PORTRAIT. Si Raouya m’était contée
LE MAG CULTURE



Par Maria Daïf

Portrait. Si Raouya m’était contée

(DR)

Révélée sur le tard dans Les yeux secs et renversante de justesse dans Casanegra, la comédienne est intense, généreuse et passionnée. Qualités rares dans le cinéma marocain.
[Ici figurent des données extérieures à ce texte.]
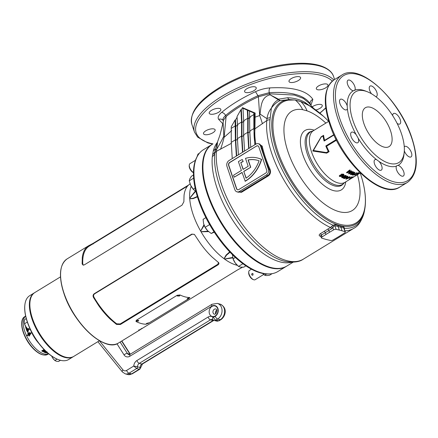 <?xml version="1.0" encoding="UTF-8"?>
<svg xmlns="http://www.w3.org/2000/svg" width="438" height="438" viewBox="0 0 438 438"><rect width="100%" height="100%" fill="white"/><g stroke="black" fill="none" stroke-linecap="round" stroke-linejoin="round"><path stroke-width="0.66" d="M269.83 273.903L268.866 273.953A70.907 32.888 -121.4 0 1 198.447 200.024A70.907 32.888 -121.4 0 1 197.16 156.601L197.648 155.769A71.383 33.107 58.6 0 0 198.945 199.476A71.383 33.107 58.6 0 0 269.83 273.903A71.383 33.107 58.6 0 0 277.856 271.533L286.332 266.353A71.383 33.107 58.6 0 0 286.589 266.189M286.332 266.353A71.383 33.107 58.6 0 1 207.42 194.297A71.383 33.107 58.6 0 1 211.384 144.858A33.989 15.768 -121.4 0 1 211.631 144.699L203.15 149.884A33.989 15.768 58.6 0 0 202.904 150.037A71.383 33.107 58.6 0 0 197.648 155.769M218.25 262.269C219.23 263.129 219.164 263.983 218.053 264.826L120.406 324.492L116.519 324.427L110.343 319.231A49.286 22.858 -121.4 0 1 98.545 305.423L93.491 297.484C92.779 295.962 92.998 294.725 94.154 293.778L191.8 234.111L194.379 234.379L200.303 243.249A49.286 22.858 58.6 0 0 212.101 257.057L218.622 262.636M142 328.297L138.643 330.509M138.873 329.737L138.961 330.427L237.412 270L242.521 267.229M197.423 196.843L193.355 198.556L189.725 198.808A49.286 22.858 58.6 0 0 193.087 214.39A49.286 22.858 58.6 0 0 200.653 231.089A49.286 22.858 58.6 0 0 200.856 231.439A49.286 22.858 58.6 0 0 201.058 231.79A49.286 22.858 58.6 0 0 224.053 258.699A49.286 22.858 58.6 0 0 224.316 258.896A49.286 22.858 58.6 0 0 224.579 259.088A49.286 22.858 58.6 0 0 237.281 265.324M232.731 257.873L224.579 259.088A1.358 0.515 -70.2 0 0 224.656 259L232.633 257.473M230.043 252.195L226.451 255.223L224.196 258.666A1.358 0.991 -31.3 0 1 224.053 258.699L226.101 255.058L229.726 251.855M208.597 231.614L201.058 231.79A1.358 0.318 -47 0 1 201.135 231.686L208.105 231.176M204.152 225.362L200.653 231.089L203.944 224.809M191.187 186.298A49.286 22.858 58.6 0 0 189.687 198.206L195.288 191.127M195.616 191.351L189.791 198.173A1.358 0.613 12.4 0 0 189.687 198.206A49.286 22.858 58.6 0 0 189.709 198.507A49.286 22.858 58.6 0 0 189.725 198.808A1.358 1.084 -28.1 0 1 189.829 198.704L193.393 198.206L197.308 196.465M190.054 183.774L187.924 185.624A49.286 22.858 58.6 0 0 184.053 195.244L183.867 201.781L182.005 205.17L84.359 264.837L83.154 265.143L82.136 263.944L82.295 257.418A49.286 22.858 -121.4 0 1 86.166 247.799L88.624 245.745L92.971 243.44L188.384 185.143M189.791 198.173L189.829 198.704M200.785 231.072L201.135 231.686M224.196 258.666L224.656 259M82.295 257.418A49.954 23.17 -121.4 0 1 86.166 247.799M187.568 186.041L89.281 246.096A49.286 22.858 58.6 0 0 82.782 264.109L83.434 265.154M90.239 245.576L89.691 245.171M82.782 264.109L82.136 263.944M110.343 319.231A49.954 23.17 -121.4 0 1 98.545 305.423M194.423 234.412L192.183 234.215L94.537 293.876C93.497 294.752 93.316 295.864 93.989 297.216A49.286 22.858 58.6 0 0 116.727 323.819L120.209 323.917L217.856 264.256L218.474 262.466M116.727 323.819L116.519 324.427M93.989 297.216L93.491 297.484M57.887 359.445A37.049 17.186 -121.4 0 1 57.723 359.379A37.049 17.186 -121.4 0 1 41.38 346.535A37.049 17.186 -121.4 0 1 24.802 305.505A37.049 17.186 -121.4 0 1 24.824 305.324M34.328 292.863L29.702 295.688A37.389 17.345 58.6 0 0 24.84 305.144A37.389 17.345 58.6 0 0 41.566 346.551A37.389 17.345 58.6 0 0 58.057 359.51A37.389 17.345 58.6 0 0 68.689 359.499L73.316 356.674A37.389 17.345 -121.4 0 1 46.193 343.726A37.389 17.345 -121.4 0 1 34.328 292.863A37.389 17.345 -121.4 0 1 34.586 292.71M46.521 343.397A37.049 17.186 58.6 0 0 63.028 356.302A37.049 17.186 -121.4 0 1 62.858 356.236A37.049 17.186 -121.4 0 1 32.439 318.826A37.049 17.186 -121.4 0 1 29.943 302.368A37.049 17.186 -121.4 0 1 29.959 302.187A37.049 17.186 58.6 0 0 46.521 343.397M38.265 342.719A22.092 10.249 58.6 0 0 38.796 343.332A22.092 10.249 -121.4 0 1 30.55 329.934A22.092 10.249 58.6 0 0 38.265 342.719M33.124 345.861A22.092 10.249 58.6 0 0 48.662 353.778A22.092 10.249 -121.4 0 1 24.731 331.21A22.092 10.249 -121.4 0 1 25.656 316.126A22.092 10.249 58.6 0 0 33.124 345.861M46.603 352.398L47.173 351.9L46.461 352.207M27.205 329.573L27.857 328.878L27.402 329.677M27.326 329.606L27.977 328.916M26.532 329.579A22.092 10.249 58.6 0 1 26.494 329.453L26.587 329.332A22.092 10.249 58.6 0 1 26.559 329.239L26.307 329.54A22.092 10.249 58.6 0 0 26.379 329.759L26.669 329.579A22.092 10.249 58.6 0 1 26.647 329.507L26.63 329.606M25.514 325.724L25.36 325.845A22.092 10.249 58.6 0 0 25.404 326.069L25.47 326.031M26.658 327.728A22.092 10.249 58.6 0 0 26.696 327.859L26.379 328.051A22.092 10.249 58.6 0 1 26.11 327.022M26.149 329.031L26.439 328.856A22.092 10.249 58.6 0 1 26.417 328.785L26.17 328.938L26.379 328.653A22.092 10.249 58.6 0 1 26.346 328.549L26.061 328.571L26.313 328.418A22.092 10.249 58.6 0 1 26.291 328.347L26.001 328.522A22.092 10.249 58.6 0 0 26.039 328.648L26.116 328.905A22.092 10.249 58.6 0 0 26.149 329.031M26.094 327.909A22.092 10.249 58.6 0 1 26.045 327.723L26.094 327.646A22.092 10.249 58.6 0 1 26.072 327.558L25.831 327.909A22.092 10.249 58.6 0 0 25.853 327.996L26.187 327.991A22.092 10.249 58.6 0 1 26.165 327.909L26.22 327.963M25.951 327.076A22.092 10.249 58.6 0 0 25.968 327.142L25.727 327.285A22.092 10.249 58.6 0 0 25.765 327.421L25.716 327.449A22.092 10.249 58.6 0 1 25.634 327.12L25.683 327.093A22.092 10.249 58.6 0 0 25.716 327.224L25.951 327.076M25.7 326.392L25.535 326.704A22.092 10.249 58.6 0 0 25.552 326.77L25.689 326.321M26.975 328.084A22.092 10.249 58.6 0 0 27.118 328.56L26.953 328.741A22.092 10.249 58.6 0 1 26.74 328.013L26.422 328.204A22.092 10.249 58.6 0 0 26.784 329.392L27.293 330.142M26.932 329.863C27.654 330.361 28.103 330.088 28.289 329.037M43.012 351.32L43.044 351.484A22.092 10.249 58.6 0 0 43.138 351.539L43.247 351.468A22.092 10.249 58.6 0 0 43.307 351.5L43.017 351.676A22.092 10.249 58.6 0 1 42.842 351.583L42.815 351.418M45.191 352.639L45.481 352.459A22.092 10.249 58.6 0 1 45.432 352.442L45.338 352.415A22.092 10.249 58.6 0 1 45.262 352.387L45.174 352.355A22.092 10.249 58.6 0 1 45.119 352.333L44.835 352.508A22.092 10.249 58.6 0 0 44.922 352.541L45.103 352.606A22.092 10.249 58.6 0 0 45.191 352.639L45.158 352.535M44.457 352.36L44.868 352.234A22.092 10.249 58.6 0 1 44.807 352.212L44.72 352.24A22.092 10.249 58.6 0 1 44.583 352.179L44.616 352.13A22.092 10.249 58.6 0 1 44.556 352.103L44.391 352.333A22.092 10.249 58.6 0 0 44.457 352.36L44.408 352.185M44.205 351.949A22.092 10.249 58.6 0 0 44.249 351.971L44.008 352.114A22.092 10.249 58.6 0 0 44.107 352.157L44.057 352.19A22.092 10.249 58.6 0 1 43.816 352.075L43.866 352.048A22.092 10.249 58.6 0 0 43.964 352.092L44.205 351.949M42.486 351.38L42.776 351.205A22.092 10.249 58.6 0 1 42.574 351.084L42.53 351.112A22.092 10.249 58.6 0 0 42.672 351.199L42.595 351.243A22.092 10.249 58.6 0 1 42.459 351.161L42.415 351.188A22.092 10.249 58.6 0 0 42.552 351.271L42.475 351.314A22.092 10.249 58.6 0 1 42.333 351.232L42.283 351.26A22.092 10.249 58.6 0 0 42.486 351.38L42.475 351.314M41.988 351.084L42.278 350.909A22.092 10.249 58.6 0 1 42.223 350.876L42.081 350.783A22.092 10.249 58.6 0 1 42.004 350.734L41.72 350.909A22.092 10.249 58.6 0 0 41.774 350.942L41.906 351.035A22.092 10.249 58.6 0 0 41.988 351.084L41.988 350.909M47.583 352.858L46.559 352.935L47.726 352.984M46.762 351.791L46.51 351.9A22.092 10.249 58.6 0 1 46.056 351.741L45.749 351.928A22.092 10.249 58.6 0 0 46.198 352.092L46.061 352.218A22.092 10.249 58.6 0 1 45.552 352.037L45.234 352.229A22.092 10.249 58.6 0 0 46.056 352.508L47.118 352.448M45.804 351.227L45.103 351.856L45.93 351.353M45.103 351.856A22.092 10.249 58.6 0 0 45.442 351.993L45.125 352.19A22.092 10.249 58.6 0 1 44.134 351.758L44.452 351.566A22.092 10.249 58.6 0 0 44.802 351.725L45.733 351.161M44.988 351.128L45.432 350.92A22.092 10.249 58.6 0 1 44.468 350.416L44.128 350.619A22.092 10.249 58.6 0 0 44.698 350.926L43.143 351.238A22.092 10.249 58.6 0 0 44.035 351.709L44.353 351.517A22.092 10.249 58.6 0 1 43.86 351.265L45.393 350.75M43.488 349.825A22.092 10.249 58.6 0 0 44.287 350.312L42.946 351.128A22.092 10.249 58.6 0 1 42.152 350.646L42.47 350.449A22.092 10.249 58.6 0 0 42.951 350.75L43.132 350.635A22.092 10.249 58.6 0 1 42.678 350.356L42.984 350.165A22.092 10.249 58.6 0 0 43.444 350.449L43.652 350.323A22.092 10.249 58.6 0 1 43.17 350.022L43.488 349.825M46.247 352.754L46.291 352.705A22.092 10.249 58.6 0 1 46.231 352.689L46.056 352.897A22.092 10.249 58.6 0 0 46.121 352.913L46.521 352.765A22.092 10.249 58.6 0 1 46.466 352.749L46.373 352.782A22.092 10.249 58.6 0 1 46.247 352.754L46.187 352.574M45.689 352.798L45.979 352.617A22.092 10.249 58.6 0 1 45.93 352.606L45.815 352.672A22.092 10.249 58.6 0 1 45.733 352.65L45.809 352.568A22.092 10.249 58.6 0 1 45.744 352.552L45.541 352.749A22.092 10.249 58.6 0 0 45.689 352.798L45.672 352.749M48.218 353.406L47.446 353.877A22.092 10.249 58.6 0 0 47.698 353.855L48.306 353.482M29.264 333.882L28.612 334.282A22.092 10.249 58.6 0 1 28.278 333.564L28.563 333.395A22.092 10.249 58.6 0 1 28.36 332.929L27.731 333.302A22.092 10.249 58.6 0 0 28.273 334.49L27.079 335.218A22.092 10.249 58.6 0 0 27.293 335.667L28.486 334.939A22.092 10.249 58.6 0 0 29.1 336.16L31.218 332.99L28.782 332.814A22.092 10.249 58.6 0 0 29.264 333.882L28.612 334.282M27.955 331.259L28.289 331.057A22.092 10.249 58.6 0 1 28.131 330.641L27.846 331.867L27.249 330.641L26.877 330.871L27.879 332.387L28.497 329.88L27.638 330.405A22.092 10.249 58.6 0 0 27.955 331.259M26.838 330.312A22.092 10.249 58.6 0 1 26.773 330.121L26.822 330.044A22.092 10.249 58.6 0 1 26.795 329.962L26.565 330.301A22.092 10.249 58.6 0 0 26.598 330.4L26.942 330.394A22.092 10.249 58.6 0 1 26.915 330.312L26.953 330.34M26.915 329.989L26.68 330.329L26.915 329.989M26.28 327.252A21.889 10.151 58.6 0 0 26.472 327.996M26.767 328.117L26.548 328.254A21.889 10.151 58.6 0 0 26.904 329.425L27.348 330.153M30.578 329.94L27.922 329.02L27.14 328.254A21.889 10.151 58.6 0 0 27.244 328.604L26.953 328.741M28.541 329.945L27.638 330.405M27.753 330.433A21.889 10.151 58.6 0 0 28.043 331.205M27.901 331.873L28.388 330.482M27.249 330.739L26.877 330.871M26.997 330.893L27.933 332.393M26.061 328.571L26.472 328.593M26.198 327.613L25.957 327.958M29.691 332.645L28.782 332.814M28.886 332.814A21.889 10.151 58.6 0 0 29.368 333.876M28.47 332.935L27.731 333.302M27.84 333.302A21.889 10.151 58.6 0 0 28.377 334.479L28.273 334.49M28.377 334.479L27.079 335.218M27.183 335.212A21.889 10.151 58.6 0 0 27.375 335.618M29.182 336.11A21.889 10.151 58.6 0 1 28.585 334.928L28.486 334.939M30.824 333.28L29.373 333.176A22.092 10.249 58.6 0 0 29.817 334.123L28.826 334.731A22.092 10.249 58.6 0 0 29.215 335.513L30.824 333.28L29.477 333.17M29.373 333.176L29.713 333.143M29.215 335.513L30.72 333.291M42.267 350.575A21.889 10.151 58.6 0 0 42.919 350.964L42.946 351.128M42.919 350.964L44.134 350.219M43.291 349.951A21.889 10.151 58.6 0 0 43.625 350.159L43.652 350.323M42.793 350.28A21.889 10.151 58.6 0 0 43.11 350.477L43.132 350.635M43.86 351.265L44.95 350.958M44.254 350.542A21.889 10.151 58.6 0 0 44.665 350.761L44.698 350.926M43.258 351.156A21.889 10.151 58.6 0 0 43.997 351.539L44.035 351.709M44.276 351.67A21.889 10.151 58.6 0 0 45.076 352.015L45.125 352.19M45.393 352.13A21.889 10.151 58.6 0 0 46.001 352.333L46.652 352.398M45.908 351.829A21.889 10.151 58.6 0 0 46.143 351.911L46.198 352.092M46.663 352.875L47.32 352.886M42.004 351.008L42.059 350.624M148.066 323.43L148.602 322.888L146.631 323.419L146.111 323.983L148.066 323.43M138.277 321.185L138.753 320.479L136.563 320.359L136.092 321.081L138.277 321.185M179.388 296.066L179.865 295.354L177.68 295.234L177.209 295.957L179.388 296.066M189.183 298.311L189.714 297.769L187.749 298.3L187.223 298.864L189.183 298.311M148.498 323.266L189.101 298.459L189.577 297.533A49.576 22.995 -121.4 0 1 180.04 294.982L177.209 295.278L136.607 320.085L135.9 321.174L136.355 321.673A49.576 22.995 58.6 0 0 145.892 324.224L148.498 323.266M189.9 297.648L189.577 297.533M190.054 183.785A8.158 3.783 58.6 0 0 190.07 183.818A8.158 3.783 58.6 0 0 190.689 185.329L189.265 180.817L189.774 178.89L191.39 176.284L193.476 175.008M195.945 191.554L193.213 189.161L190.689 185.329A8.158 3.783 58.6 0 0 193.656 189.687A8.158 3.783 58.6 0 0 193.76 189.802M193.213 189.161L195.124 187.995M189.265 180.817L193.656 178.135M203.884 224.628A8.158 3.783 58.6 0 0 203.905 224.705A8.158 3.783 58.6 0 0 207.492 230.574A8.158 3.783 58.6 0 0 207.639 230.727L207.492 230.574M214.281 232.162L211.22 233.476L207.639 230.727L205.159 227.3L203.588 223.659L203.117 219.339L205.893 217.642M205.159 227.3L209.632 224.574M211.22 233.476L214.023 231.762M233.032 258.787A8.158 3.783 58.6 0 0 235.233 262.97L233.032 258.787M235.37 257.435L233.065 258.847L232.447 254.642M245.921 265.839L243.742 267.175L240.571 267.136L238.502 266.424L235.233 262.97A8.158 3.783 58.6 0 0 236.619 264.651A8.158 3.783 58.6 0 0 236.662 264.7M238.502 266.424L242.931 263.72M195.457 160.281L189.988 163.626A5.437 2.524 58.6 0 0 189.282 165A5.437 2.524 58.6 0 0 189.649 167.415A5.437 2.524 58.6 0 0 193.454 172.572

Raouya est un ovni débarqué de plein gré sur la planète cinéma marocain. Il suffit de la voir camper le rôle de Mina, mère courage dans Les yeux secs de Narjiss Nejjar (2003), pour se rendre très vite compte que la comédienne a tout de l’objet rare. Dans ce film qui l’a révélée, elle impose sa marque de fabrique : jeu millimétré, interprétation
brillante et présence si intense – presque animale - qu’elle en est troublante. Fatéma Harandi, devenue Raouya (la conteuse en arabe, un nom de scène qu’elle s’est choisie elle-même), n’a rien de la novice. Avant ce film qui la mène jusque sur les marches de Cannes (sélection à la Quinzaine des réalisateurs, 2003), son physique massif et sa voix caverneuse passent, certes, encore inaperçus. Comédienne, elle l’est pourtant depuis longtemps. A 13 ans à peine, son père le voyait déjà : “Je m’en souviens comme si c’était hier. Je venais de faire des photomatons pour l’école et je les ai montrées à mon père. Il a juste souri et dit : mais c’est une comédienne que j’ai là.”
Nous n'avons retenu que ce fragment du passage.